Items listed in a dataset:
──────────────────────────────
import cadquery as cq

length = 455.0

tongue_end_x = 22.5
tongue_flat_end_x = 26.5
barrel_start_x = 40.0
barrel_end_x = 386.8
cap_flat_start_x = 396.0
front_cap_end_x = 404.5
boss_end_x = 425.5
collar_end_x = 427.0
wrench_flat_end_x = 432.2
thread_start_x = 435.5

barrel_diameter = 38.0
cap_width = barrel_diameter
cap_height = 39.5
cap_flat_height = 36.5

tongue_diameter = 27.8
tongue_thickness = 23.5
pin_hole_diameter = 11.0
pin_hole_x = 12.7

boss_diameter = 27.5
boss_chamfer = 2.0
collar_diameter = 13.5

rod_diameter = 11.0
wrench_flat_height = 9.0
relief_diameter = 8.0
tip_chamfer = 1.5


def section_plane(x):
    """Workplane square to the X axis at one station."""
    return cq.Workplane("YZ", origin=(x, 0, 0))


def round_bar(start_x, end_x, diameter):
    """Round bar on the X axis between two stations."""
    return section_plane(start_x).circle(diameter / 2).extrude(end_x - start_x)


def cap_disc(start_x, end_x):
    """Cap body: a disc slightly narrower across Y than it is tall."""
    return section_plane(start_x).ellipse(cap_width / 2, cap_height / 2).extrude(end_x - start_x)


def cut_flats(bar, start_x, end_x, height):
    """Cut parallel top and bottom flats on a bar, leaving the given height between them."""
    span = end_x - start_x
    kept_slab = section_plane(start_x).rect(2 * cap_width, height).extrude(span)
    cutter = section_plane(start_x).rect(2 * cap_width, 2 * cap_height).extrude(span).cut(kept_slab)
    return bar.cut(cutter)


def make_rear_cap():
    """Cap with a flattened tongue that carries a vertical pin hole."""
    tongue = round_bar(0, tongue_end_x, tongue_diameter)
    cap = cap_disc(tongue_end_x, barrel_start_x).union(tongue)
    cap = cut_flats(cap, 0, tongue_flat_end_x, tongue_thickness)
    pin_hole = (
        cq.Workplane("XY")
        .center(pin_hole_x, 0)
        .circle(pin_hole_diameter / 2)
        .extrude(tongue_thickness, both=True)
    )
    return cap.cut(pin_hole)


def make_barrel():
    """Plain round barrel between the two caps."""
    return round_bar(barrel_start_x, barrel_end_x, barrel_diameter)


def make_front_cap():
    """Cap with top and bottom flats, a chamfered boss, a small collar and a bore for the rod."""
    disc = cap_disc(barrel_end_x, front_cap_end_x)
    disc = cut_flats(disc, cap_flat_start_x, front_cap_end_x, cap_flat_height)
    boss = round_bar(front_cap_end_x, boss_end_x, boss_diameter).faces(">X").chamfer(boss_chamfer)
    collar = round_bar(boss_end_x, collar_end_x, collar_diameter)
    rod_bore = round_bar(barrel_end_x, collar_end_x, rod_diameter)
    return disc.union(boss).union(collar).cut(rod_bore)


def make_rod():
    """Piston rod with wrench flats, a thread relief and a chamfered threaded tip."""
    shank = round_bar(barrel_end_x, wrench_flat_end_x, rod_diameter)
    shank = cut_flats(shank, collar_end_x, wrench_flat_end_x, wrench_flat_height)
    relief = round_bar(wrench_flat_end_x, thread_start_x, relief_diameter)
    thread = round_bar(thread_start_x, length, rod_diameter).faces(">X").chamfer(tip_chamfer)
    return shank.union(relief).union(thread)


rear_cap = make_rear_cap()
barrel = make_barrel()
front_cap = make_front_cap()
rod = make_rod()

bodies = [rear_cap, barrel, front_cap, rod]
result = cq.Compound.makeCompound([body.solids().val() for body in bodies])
──────────────────────────────
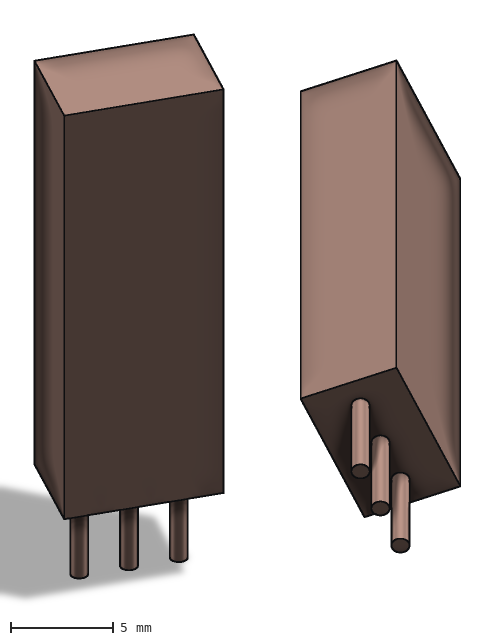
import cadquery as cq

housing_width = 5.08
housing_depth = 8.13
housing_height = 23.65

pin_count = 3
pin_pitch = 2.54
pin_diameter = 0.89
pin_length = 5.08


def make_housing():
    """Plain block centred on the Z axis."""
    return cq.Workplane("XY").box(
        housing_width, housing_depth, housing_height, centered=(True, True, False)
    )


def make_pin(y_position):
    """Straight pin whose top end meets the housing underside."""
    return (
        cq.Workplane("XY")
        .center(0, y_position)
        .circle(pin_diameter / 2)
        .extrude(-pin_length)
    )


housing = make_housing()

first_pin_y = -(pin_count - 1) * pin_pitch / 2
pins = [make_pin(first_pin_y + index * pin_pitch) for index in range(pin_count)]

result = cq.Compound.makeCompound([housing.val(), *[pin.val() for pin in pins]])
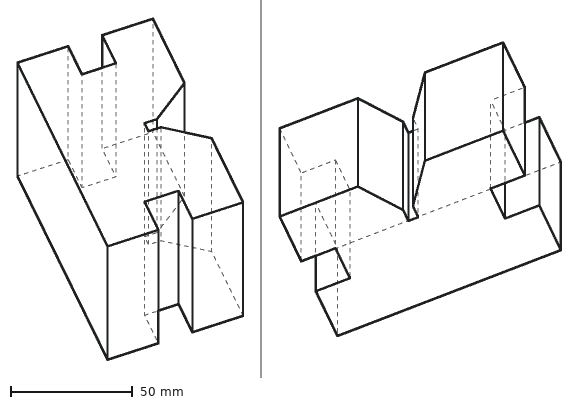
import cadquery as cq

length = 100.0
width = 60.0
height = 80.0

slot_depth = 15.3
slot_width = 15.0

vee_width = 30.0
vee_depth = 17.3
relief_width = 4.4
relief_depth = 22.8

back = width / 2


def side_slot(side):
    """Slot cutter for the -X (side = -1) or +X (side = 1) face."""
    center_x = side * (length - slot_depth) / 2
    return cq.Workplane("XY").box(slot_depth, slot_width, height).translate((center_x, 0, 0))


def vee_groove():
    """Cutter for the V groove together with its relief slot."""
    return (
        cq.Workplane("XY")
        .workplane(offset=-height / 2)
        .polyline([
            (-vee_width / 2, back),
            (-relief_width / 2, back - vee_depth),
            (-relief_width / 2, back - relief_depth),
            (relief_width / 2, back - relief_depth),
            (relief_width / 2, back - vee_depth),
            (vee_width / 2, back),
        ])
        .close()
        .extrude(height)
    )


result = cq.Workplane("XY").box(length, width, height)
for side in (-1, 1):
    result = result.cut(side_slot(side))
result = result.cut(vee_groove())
──────────────────────────────
Select every line above that contains the word "between", and copy it.

    """Round bar on the X axis between two stations."""
    """Cut parallel top and bottom flats on a bar, leaving the given height between them."""
    """Plain round barrel between the two caps."""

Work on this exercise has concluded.